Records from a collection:
────────

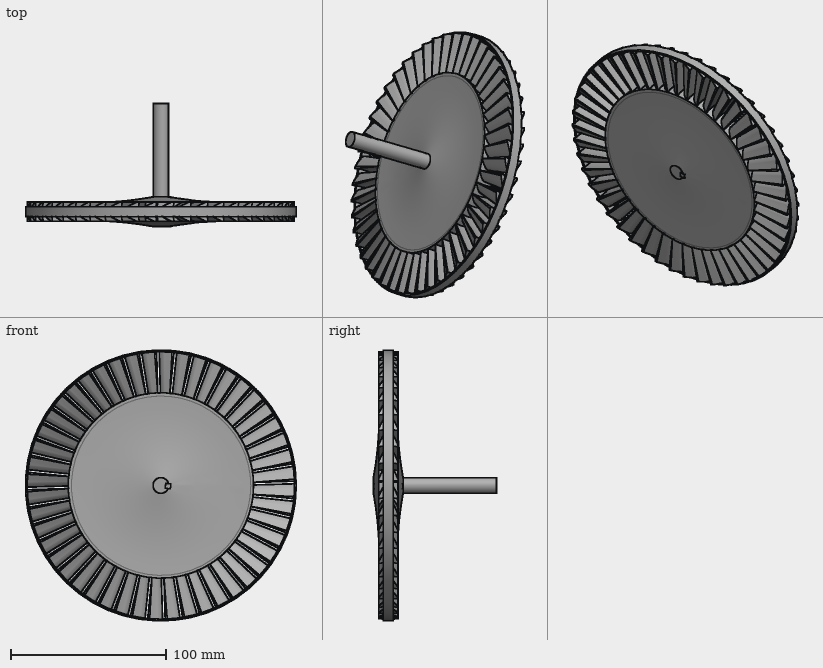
import cadquery as cq
import math


SHAFT_RADIUS = 5.0
SHAFT_FRONT = -9.6
SHAFT_LENGTH = 79.4
KEY_WIDTH = 3.1
KEY_INNER = 3.0
KEY_OUTER = 6.3
KEY_ANGLE = -5.0

HUB_RADIUS = 59.7
RIM_WIDTH = 2.0
DISH_RADIUS = HUB_RADIUS - RIM_WIDTH
HUB_HALF_WIDTH = 6.3
BOSS_HALF_WIDTH = abs(SHAFT_FRONT)
DISH_SAG = 1.5

RING_RADIUS = 87.2
RING_THICKNESS = 1.2
RING_INNER = RING_RADIUS - RING_THICKNESS
RING_WIDTH = 6.5

BLADE_COUNT = 48
BLADE_PHASE = 1.8
BLADE_HALF_WIDTH = HUB_HALF_WIDTH
NOSE_RADIUS = 3.1
HOLLOW_DEPTH = 0.7
ROOT_DEPTH = 6.3
TIP_DEPTH = 9.8
ROOT_EDGE = 0.2
TIP_EDGE = 1.4
ROOT_EMBED = 0.7


def cylinder(radius, y_start, y_end):
    """Solid cylinder about the Y axis."""
    return cq.Workplane("XZ", origin=(0, y_start, 0)).circle(radius).extrude(y_start - y_end)


def make_shaft():
    shaft = cylinder(SHAFT_RADIUS, SHAFT_FRONT, SHAFT_FRONT + SHAFT_LENGTH)
    return shaft.cut(make_key())


def make_key():
    """Rectangular key, as long as the hub is wide at its bore."""
    key = cq.Workplane("XY").box(KEY_OUTER - KEY_INNER, 2 * BOSS_HALF_WIDTH, KEY_WIDTH)
    key = key.translate(((KEY_INNER + KEY_OUTER) / 2, 0, 0))
    return turn(key, KEY_ANGLE)


def turn(shape, angle):
    """Turn a shape about the Y axis, from +X towards +Z."""
    return shape.rotate((0, 0, 0), (0, 1, 0), -angle)


def make_hub():
    middle_radius = (SHAFT_RADIUS + DISH_RADIUS) / 2
    middle_height = (BOSS_HALF_WIDTH + HUB_HALF_WIDTH) / 2 - DISH_SAG
    half_profile = (
        cq.Workplane("XY")
        .lineTo(0, BOSS_HALF_WIDTH)
        .lineTo(SHAFT_RADIUS, BOSS_HALF_WIDTH)
        .threePointArc((middle_radius, middle_height), (DISH_RADIUS, HUB_HALF_WIDTH))
        .lineTo(HUB_RADIUS, HUB_HALF_WIDTH)
        .lineTo(HUB_RADIUS, -HUB_HALF_WIDTH)
        .lineTo(DISH_RADIUS, -HUB_HALF_WIDTH)
        .threePointArc((middle_radius, -middle_height), (SHAFT_RADIUS, -BOSS_HALF_WIDTH))
        .lineTo(0, -BOSS_HALF_WIDTH)
        .close()
    )
    return half_profile.revolve(360, (0, 0, 0), (0, 1, 0))


def make_ring():
    half = RING_WIDTH / 2
    return cylinder(RING_RADIUS, -half, half).cut(cylinder(RING_INNER, -half, half))


def blade_section(radius, depth, edge):
    """Bucket outline at one radius: local x runs along the axis, local y from the edges to the nose."""
    plane = cq.Plane(origin=(radius, 0, 0), xDir=(0, 1, 0), normal=(1, 0, 0))
    half = BLADE_HALF_WIDTH
    nose_centre = depth - NOSE_RADIUS
    rise = nose_centre - edge
    flank = math.atan2(rise, half) + math.asin(NOSE_RADIUS / math.hypot(half, rise))
    touch_x = NOSE_RADIUS * math.sin(flank)
    touch_y = nose_centre + NOSE_RADIUS * math.cos(flank)
    back_points = [(touch_x, touch_y), (0, depth), (-touch_x, touch_y), (-half, edge)]
    slope_x = math.cos(flank)
    slope_y = math.sin(flank)
    return (
        cq.Workplane(plane)
        .moveTo(half, 0)
        .lineTo(half, edge)
        .spline(back_points, tangents=[(-slope_x, slope_y), (-slope_x, -slope_y)], includeCurrent=True)
        .lineTo(-half, 0)
        .threePointArc((0, HOLLOW_DEPTH), (half, 0))
        .close()
        .wires()
        .val()
    )


def make_blade():
    """Blade along +X, trimmed to the inside of the ring."""
    root = blade_section(HUB_RADIUS - ROOT_EMBED, ROOT_DEPTH, ROOT_EDGE)
    tip = blade_section(RING_INNER, TIP_DEPTH, TIP_EDGE)
    blade = cq.Workplane(obj=cq.Solid.makeLoft([root, tip], True))
    return blade.intersect(cylinder(RING_INNER, -BLADE_HALF_WIDTH, BLADE_HALF_WIDTH))


def make_rotor():
    """Hub, blades and shroud ring in one piece, bored for the shaft and the key."""
    blade = make_blade()
    blades = [
        turn(blade, BLADE_PHASE + i * 360 / BLADE_COUNT).val() for i in range(BLADE_COUNT)
    ]
    wheel = make_hub().val().fuse(make_ring().val(), *blades)
    bore = cylinder(SHAFT_RADIUS, -BOSS_HALF_WIDTH, BOSS_HALF_WIDTH)
    return cq.Workplane(obj=wheel).cut(bore).cut(make_key())


rotor = make_rotor()
shaft = make_shaft()
key = make_key()

result = cq.Compound.makeCompound([rotor.solids().val(), shaft.solids().val(), key.val()])

────────

Report each line in the data above that holds the word "axis" by copying it.

    """Solid cylinder about the Y axis."""
    """Turn a shape about the Y axis, from +X towards +Z."""
    """Bucket outline at one radius: local x runs along the axis, local y from the edges to the nose."""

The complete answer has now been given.